Zenger agreed partially with both sides, and McMillen said he thinks that while they should not be employees, they deserve a stipend.

If you have a system that was generating billions of dollars, you would certainly address the equities for the players,” McMillen said, mentioning the $15 of laundry money he received from Maryland as a student-athlete as an example. “The fact is that I do think you can create equities across the board for every athlete, women, men, where they get a basic stipend that allows them to have a life. I think that there is plenty of money in college sports if you took the dollars that are out there and redistributed them.”

From there, much of the conversation focused on the ideal world of college athletics, and quickly turned into a debate about who is really in charge. The panelists were in agreement that, as Love said, “Everybody is in charge and nobody is.”

Elmore, despite disagreeing that student-athletes should be paid, recognized the need for change or an adjustment.

“The reality is going to be, this is still a big business, whether we like it or not,” he said.

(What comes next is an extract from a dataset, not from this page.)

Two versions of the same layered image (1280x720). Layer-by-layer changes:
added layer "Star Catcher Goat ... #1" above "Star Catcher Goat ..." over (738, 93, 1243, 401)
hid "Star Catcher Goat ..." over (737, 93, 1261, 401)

Across the stage, the consensus was that a congressional committee of some sort would be needed to sort out the issues surrounding collegiate athletes being paid. Either that, or, a “benevolent dictator,” as McMillen put it, needs to step in and oversee the organization. In other words, he said, “inexorable change is coming.”

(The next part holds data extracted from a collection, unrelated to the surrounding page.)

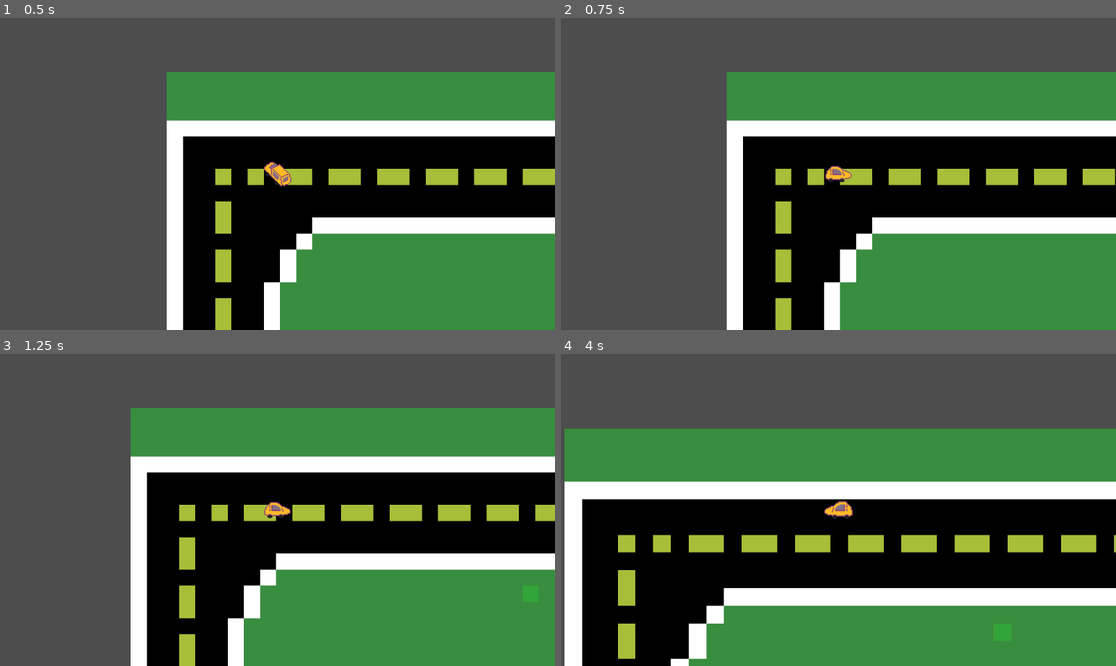
Above: before the commit, frames 1-4 (two rows, left to right).
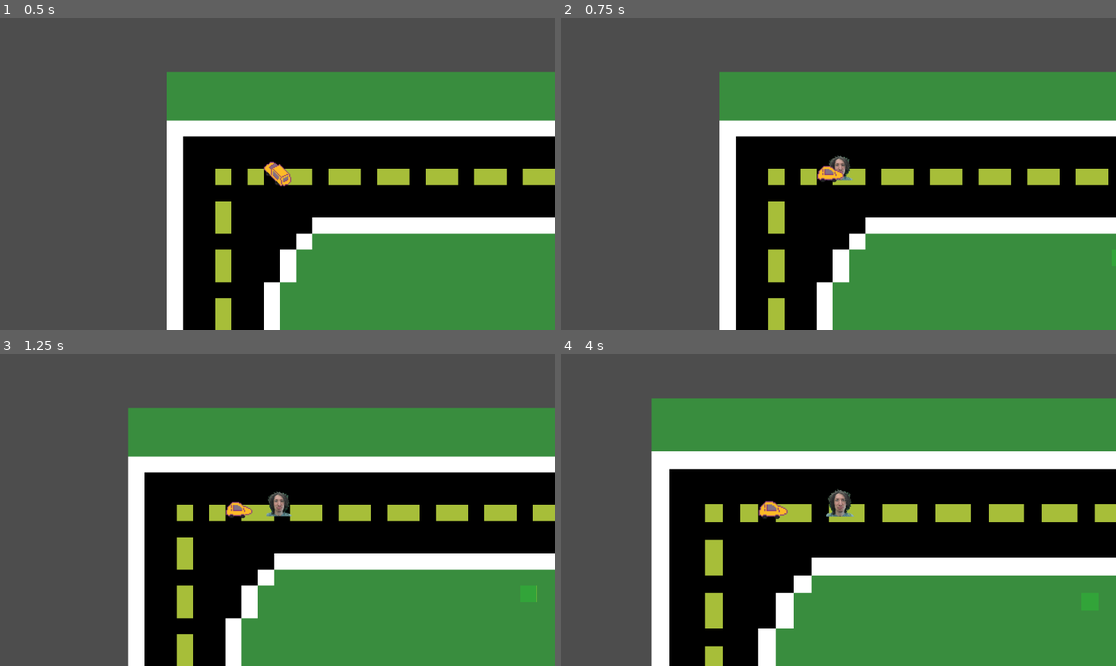
Above: after the commit, the same moments.

Repository: adrian-azan/Free-Parking
Game: Godot game, scene res://SCENES/LEVELS/DEBUG_SCENES/DEBUG_Road_LONG.tscn
Two runs of this game, one before a commit and one after it. Both use one fixed random seed, a clock stepped at 60 frames per second and the inputs below.
Inputs (mouse positions are in pixels of both pictures, inside the frame that each line leads up to):
- Up to frame 1 (0.5 s): no input
- Up to frame 2 (0.75 s): tap Enter at 0.5 s; move the mouse to (960, 158) at 0.52 s; hold D (move_right) from 0.53 s (still down); tap Space (SwitchCar) at 0.6 s
- Up to frame 3 (1.25 s): keep holding D (move_right)
- Up to frame 4 (4 s): move the mouse to (727, 525) at 1.27 s; release D (move_right) at 1.28 s; hold S (move_down) 1.28-2.03 s; tap one key every 0.75 s from 1.35 s: Mouse wheel up (ZoomIn) Mouse wheel down (ZoomOut) Space (SwitchCar) Mouse wheel up (ZoomIn); move the mouse to (894, 441) at 2.02 s; hold D (move_right) 2.03-2.78 s; move the mouse to (810, 572) at 2.77 s; hold W (move_up) 2.78-3.53 s; move the mouse to (1005, 556) at 3.52 s; hold A (move_left) from 3.53 s (still down)

Frame 1 is identical in both runs. In frame 2, 5.1% of the frame differs, in the area x 28-100%, y 17-100%; in frame 3, 2.2%; in frame 4, 54%, in the area x 0-100%, y 14-100%.

Commit message:
Added a sprint to the person mode

Diff:
--- a/CODE/PLAYER/Player.gd
+++ b/CODE/PLAYER/Player.gd
@@ -7,5 +7,8 @@
 	velocity.x = Input.get_axis("move_left", "move_right") * _speed
 
 	#TODO: A sprint with energy would be good
+	if Input.is_action_pressed("Sprint"):
+		velocity *= 1.5
+
 
 	move_and_slide()
--- a/CODE/PLAYER/PlayerCarManager.gd
+++ b/CODE/PLAYER/PlayerCarManager.gd
@@ -9,6 +9,7 @@
 
 func _ready() -> void:
 	_player.visible = false
+	DISTANCE_TO_ENTER_CAR = 50
 	_camera.reparent(_playerCar)

“What we need is someone in charge of college sports that’s going to be working in our true national interests promoting the things that are truly important to America: competition, gender equity, academics, minor sports, and most of all being in sync with our institutions of higher learning which are the most important assets in this country today,” McMillen concluded.

The panels both concluded posing more questions than they answered, but each boiled down to the idea that change is needed. At their core, the panelists for both forums were engaging, intelligent and each proposed ideas and viable solutions to issues in college athletics today.

According to Bowlsby, the forums will continue, perhaps one a year going forward. Roberts found the event equally productive, and praised the Big XII for spearheading the movement.

“When I was approached about doing this, I was told in no uncertain terms that there were no holds barred, and it was not about casting the best light on the Big XII—it was about asking questions and about trying to talk about the issues, and that‘s the only reason I did it; because I knew it would be an honest exchange of ideas,” said Roberts.